A moisture content of 10% or less is acceptable. A more detailed explanation will be given below using examples. Example 1 When 200g of purified shea butter containing 4.1% of unsaponifiable matter is melted and mixed with 800g of butanol and heated to 50°C, the triglyceride is completely dissolved in the butanol and the solution becomes completely transparent with gum substances in the solution. It precipitates and settles. Separately, 8.1 gr of gum material was removed. Then every minute while stirring the liquid part.
It was cooled to 35°C at a rate of 0.5°C and held for 30 minutes. This is then filtered to form high melting point triglyceride crystals.

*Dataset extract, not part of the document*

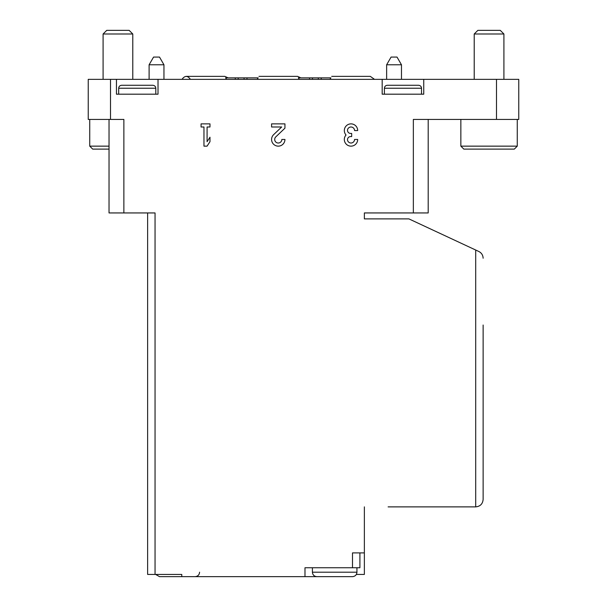 <?xml version="1.0" encoding="UTF-8"?>
<svg xmlns="http://www.w3.org/2000/svg" width="607" height="607" viewBox="0 0 607 607"><rect width="100%" height="100%" fill="white"/><g stroke="black" fill="none" stroke-linecap="round" stroke-linejoin="round"><path stroke-width="0.91" d="M483.126 325.026L483.126 499.455L483.126 325.026M110.512 79.342L88.243 79.342L88.243 119.42L110.512 119.42L110.512 79.342L518.757 79.342L518.757 119.42L413.352 119.42L413.352 212.943L364.367 212.943L364.367 218.884L408.898 218.884L475.706 250.031L475.706 506.875L388.116 506.875M284.941 139.458L281.823 139.458A3.566 3.566 0 0 1 276.86 142.736A3.566 3.566 0 0 1 275.806 136.879L284.941 128.176L284.941 123.874L271.579 123.874L271.579 126.992L281.671 126.992L273.658 134.625A6.677 6.677 0 0 0 275.631 145.604A6.677 6.677 0 0 0 284.941 139.458M209.976 126.992L209.976 123.874L201.069 123.874L201.069 126.992L203.967 126.992L203.967 146.143L207.078 146.143L209.976 141.689L209.976 137.235L207.078 141.689L207.078 126.992L209.976 126.992M357.682 130.558A6.677 6.677 0 0 0 348.623 124.314A6.677 6.677 0 0 0 346.028 135.004A6.677 6.677 0 0 0 348.623 145.703A6.677 6.677 0 0 0 357.682 139.458L354.564 139.458A3.566 3.566 0 0 1 347.917 141.241A3.118 3.118 0 0 1 350.618 136.567L351.673 136.567L351.673 133.449L350.618 133.449A3.118 3.118 0 0 1 347.917 128.775A3.566 3.566 0 0 1 354.564 130.558L357.682 130.558M158.017 79.342L158.017 94.184L116.453 94.184L116.453 79.342M147.63 212.943L147.63 574.427L155.051 574.427L155.051 212.943L123.874 212.943L123.874 119.42L110.512 119.42M155.051 574.427L181.774 574.427L181.774 576.65L304.987 576.65L304.987 567.742L352.492 567.742L352.492 552.901L364.367 552.901L364.367 506.875M382.182 79.342L382.182 94.184L423.747 94.184L423.747 79.342M478.84 251.495C481.563 252.914 482.99 255.152 483.126 258.225C482.99 255.152 481.563 252.914 478.84 251.495L475.706 250.031M483.126 499.455C482.679 503.954 480.205 506.428 475.706 506.875M304.987 576.65L330.223 576.65M356.347 574.427L364.367 574.427L364.367 552.901M123.874 212.943L109.032 212.943L109.032 119.42M428.201 119.42L428.201 212.943L413.352 212.943M352.492 567.742L359.913 567.742L359.913 552.901M316.862 576.65L352.492 576.65L316.862 576.65C314.153 576.384 312.673 574.905 312.408 572.196L312.408 567.742M159.504 576.65L181.774 576.65L159.504 576.65L155.642 574.427M477.861 30.35L500.267 30.35L503.909 33.992L474.219 33.992L477.861 30.35M474.219 79.342L474.219 33.992M517.27 146.143L460.857 146.143L463.824 149.11L514.304 149.11L517.27 146.143L517.27 119.42M460.857 146.143L460.857 119.42M106.733 30.35L129.139 30.35L132.781 33.992L103.091 33.992L106.733 30.35M103.091 79.342L103.091 33.992M109.032 146.143L89.73 146.143L92.696 149.11L109.032 149.11M89.73 146.143L89.73 119.42M384.406 94.184L384.406 88.243C384.58 86.444 385.574 85.45 387.372 85.276L418.549 85.276C420.37 85.473 421.357 86.46 421.516 88.243L384.406 88.243M118.676 94.184L118.676 88.243C118.851 86.444 119.845 85.45 121.65 85.276L152.82 85.276C154.641 85.473 155.635 86.46 155.794 88.243L118.676 88.243M386.636 79.342L386.636 64.782L401.477 64.782L401.477 79.342M386.636 64.782L391.083 57.073L397.024 57.073L401.477 64.782M149.11 79.342L149.11 64.782L163.958 64.782L163.958 79.342M149.11 64.782L153.563 57.073L159.504 57.073L163.958 64.782M257.186 79.342L258.172 77.855L244.075 77.855L244.075 79.342M329.927 79.342L330.914 77.855L298.356 77.855L299.334 79.342M182.024 79.342C184.824 75.458 187.624 75.458 190.423 79.342M244.075 77.855L225.614 77.855L226.601 79.342M496.488 119.42L496.488 79.342M312.408 572.196L356.939 572.196C356.704 574.875 355.216 576.362 352.492 576.65M321.224 77.855L321.224 79.342M318.296 77.855L318.296 79.342M312.453 77.855L312.453 79.342M309.532 77.855L309.532 79.342M246.996 77.855L246.996 79.342M238.225 77.855L238.225 79.342M235.304 77.855L235.304 79.342M356.939 572.196L356.939 567.742M199.582 572.196C199.346 574.875 197.859 576.362 195.128 576.65M503.909 79.342L503.909 33.992M132.781 79.342L132.781 33.992M421.516 94.184L421.516 88.243M155.794 94.184L155.794 88.243M300.882 77.855L297.559 76.368L258.961 76.368L297.559 76.368M228.141 77.855L224.818 76.368L186.22 76.368M374.504 79.342L370.3 76.368L331.703 76.368L370.3 76.368"/></g></svg>
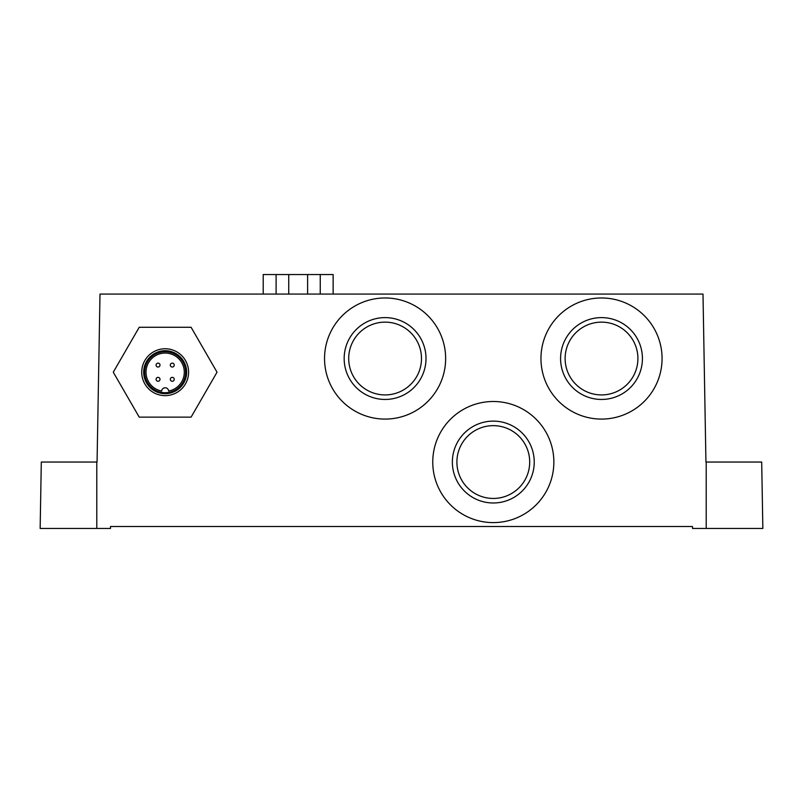 <?xml version="1.0" encoding="UTF-8"?>
<svg xmlns="http://www.w3.org/2000/svg" width="803" height="803" viewBox="0 0 803 803"><rect width="100%" height="100%" fill="white"/><g stroke="black" fill="none" stroke-linecap="round" stroke-linejoin="round"><path stroke-width="1.2" d="M99.642 314.776L97.063 462.046L41.304 462.046L40.15 528.464L110.473 528.464L110.513 526.507L692.487 526.507L692.527 528.464L762.85 528.464L761.696 462.046L705.937 462.046L702.996 294.069L100.004 294.069L97.063 462.046M705.937 462.046L703.358 314.776M324.542 358.529A60.546 60.546 0 0 1 415.372 306.094A60.546 60.546 0 0 1 415.372 410.965A60.546 60.546 0 0 1 324.542 358.529M344.166 358.529A40.933 40.933 0 0 1 405.555 323.087A40.933 40.933 0 0 1 405.555 393.972A40.933 40.933 0 0 1 344.166 358.529M348.703 358.529A36.386 36.386 0 0 1 403.287 327.012A36.386 36.386 0 0 1 403.287 390.047A36.386 36.386 0 0 1 348.703 358.529M432.757 462.046A60.546 60.546 0 0 1 523.576 409.61A60.546 60.546 0 0 1 523.576 514.492A60.546 60.546 0 0 1 432.757 462.046M452.37 462.046A40.933 40.933 0 0 1 513.769 426.604A40.933 40.933 0 0 1 513.769 497.499A40.933 40.933 0 0 1 452.37 462.046M456.907 462.046A36.386 36.386 0 0 1 511.501 430.538A36.386 36.386 0 0 1 511.501 493.564A36.386 36.386 0 0 1 456.907 462.046M540.961 358.529A60.546 60.546 0 0 1 631.79 306.094A60.546 60.546 0 0 1 631.79 410.965A60.546 60.546 0 0 1 540.961 358.529M560.584 358.529A40.933 40.933 0 0 1 621.974 323.087A40.933 40.933 0 0 1 621.974 393.972A40.933 40.933 0 0 1 560.584 358.529M565.121 358.529A36.386 36.386 0 0 1 619.705 327.012A36.386 36.386 0 0 1 619.705 390.047A36.386 36.386 0 0 1 565.121 358.529M139.22 417.128L191.094 417.128L217.031 372.201L191.094 327.273L139.22 327.273L113.283 372.201L139.22 417.128M144.65 372.201A20.507 20.507 0 0 1 175.415 354.444A20.507 20.507 0 0 1 175.415 389.967A20.507 20.507 0 0 1 144.65 372.201M161.654 391.021A19.142 19.142 0 0 1 149.197 361.631A19.142 19.142 0 0 1 181.117 361.631A19.142 19.142 0 0 1 168.66 391.021A3.513 3.513 0 0 0 161.654 391.021M143.677 372.201A21.49 21.49 0 0 1 175.897 353.591A21.49 21.49 0 0 1 175.897 390.81A21.49 21.49 0 0 1 143.677 372.201M141.719 372.201A23.438 23.438 0 0 1 176.881 351.905A23.438 23.438 0 0 1 176.881 392.496A23.438 23.438 0 0 1 141.719 372.201M156.093 365.094A1.957 1.957 0 0 1 159.024 363.398A1.957 1.957 0 0 1 159.024 366.78A1.957 1.957 0 0 1 156.093 365.094M170.316 365.094A1.957 1.957 0 0 1 173.247 363.398A1.957 1.957 0 0 1 173.247 366.78A1.957 1.957 0 0 1 170.316 365.094M156.093 379.307A1.957 1.957 0 0 1 159.024 377.621A1.957 1.957 0 0 1 159.024 381.003A1.957 1.957 0 0 1 156.093 379.307M170.316 379.307A1.957 1.957 0 0 1 173.247 377.621A1.957 1.957 0 0 1 173.247 381.003A1.957 1.957 0 0 1 170.316 379.307M288.739 294.069L288.739 274.536L263.213 274.536L263.213 294.069M288.739 274.536L307.609 274.536L307.609 294.069M307.609 274.536L333.135 274.536L333.135 294.069M96.792 462.046L96.792 528.464M706.208 462.046L706.208 528.464M276.102 274.536L276.102 294.069M320.246 274.536L320.246 294.069"/></g></svg>

I got 0.68gr. Further, this liquid portion was similarly cooled to -5°C, maintained as such for 30 minutes, and then filtered to obtain 150 gr of medium melting point triglyceride crystals. The obtained crystals were homogeneous crystals with a size of 20 to 40 mesh and had good transient properties. Next, Table 1 shows a comparison with fractionated oils obtained from the same raw material oil using acetone, firstly fractionated at 29°C, secondly fractionated at -5°C, and otherwise under the same conditions as in the Examples.
【表】
第1表により中融点部の収率が著しく向上し、
しかも沃素価、融点が改良されている。
実施例 2
精製シア脂110grと精製パーム油90grの混合油
をフタノール640grとエタノール160grの混合溶剤
に混合し55℃に加温するとトリグリセライドは完
全に溶解し完全透明となつた。ガム物質は溶液中
に析出沈降するのでこれを別し4grの殆んど油
分を含まないガム物質を分取した。次に、液部
を撹拌しながら毎分0.5℃の割合で25℃まで冷却
してそのまゝ30分保持して後、高融点結晶部7gr
を過除去した。更にこの液部を同様に撹拌冷
却して5℃としそのまゝ30分間保持して、均質微
細な中融点結晶部を析出させ別して125grのカ
カオバター代用脂を得た。
次に比較のため、同じ原料油脂をアセトンを用
いて一次分別24℃、二次分別−5℃、及び一次分
別20℃、二次分別−5℃で得たカカオバター代用
脂A及びBの収率、特性値を第2表に示す。第2
表よりアセトン分別では収率を犠牲にしても特性
値が大きく変化せず本発明の方法に比べて劣つて
いることがわかる。また、第1図冷却曲線、第2
図固体脂指数を見ても本発明によるカカオ代用脂
の品質が優れていることが明らかである。[Table] According to Table 1, the yield of the intermediate melting point portion was significantly improved,
Furthermore, the iodine value and melting point have been improved. Example 2 When a mixed oil of 110 gr of refined shea butter and 90 gr of refined palm oil was mixed with a mixed solvent of 640 gr of phthanol and 160 gr of ethanol and heated to 55°C, the triglycerides were completely dissolved and the mixture became completely transparent. Since the gum material precipitated in the solution, it was separated and 4 gr of gum material containing almost no oil was collected. Next, the liquid part was cooled down to 25°C at a rate of 0.5°C per minute while stirring, and kept as such for 30 minutes.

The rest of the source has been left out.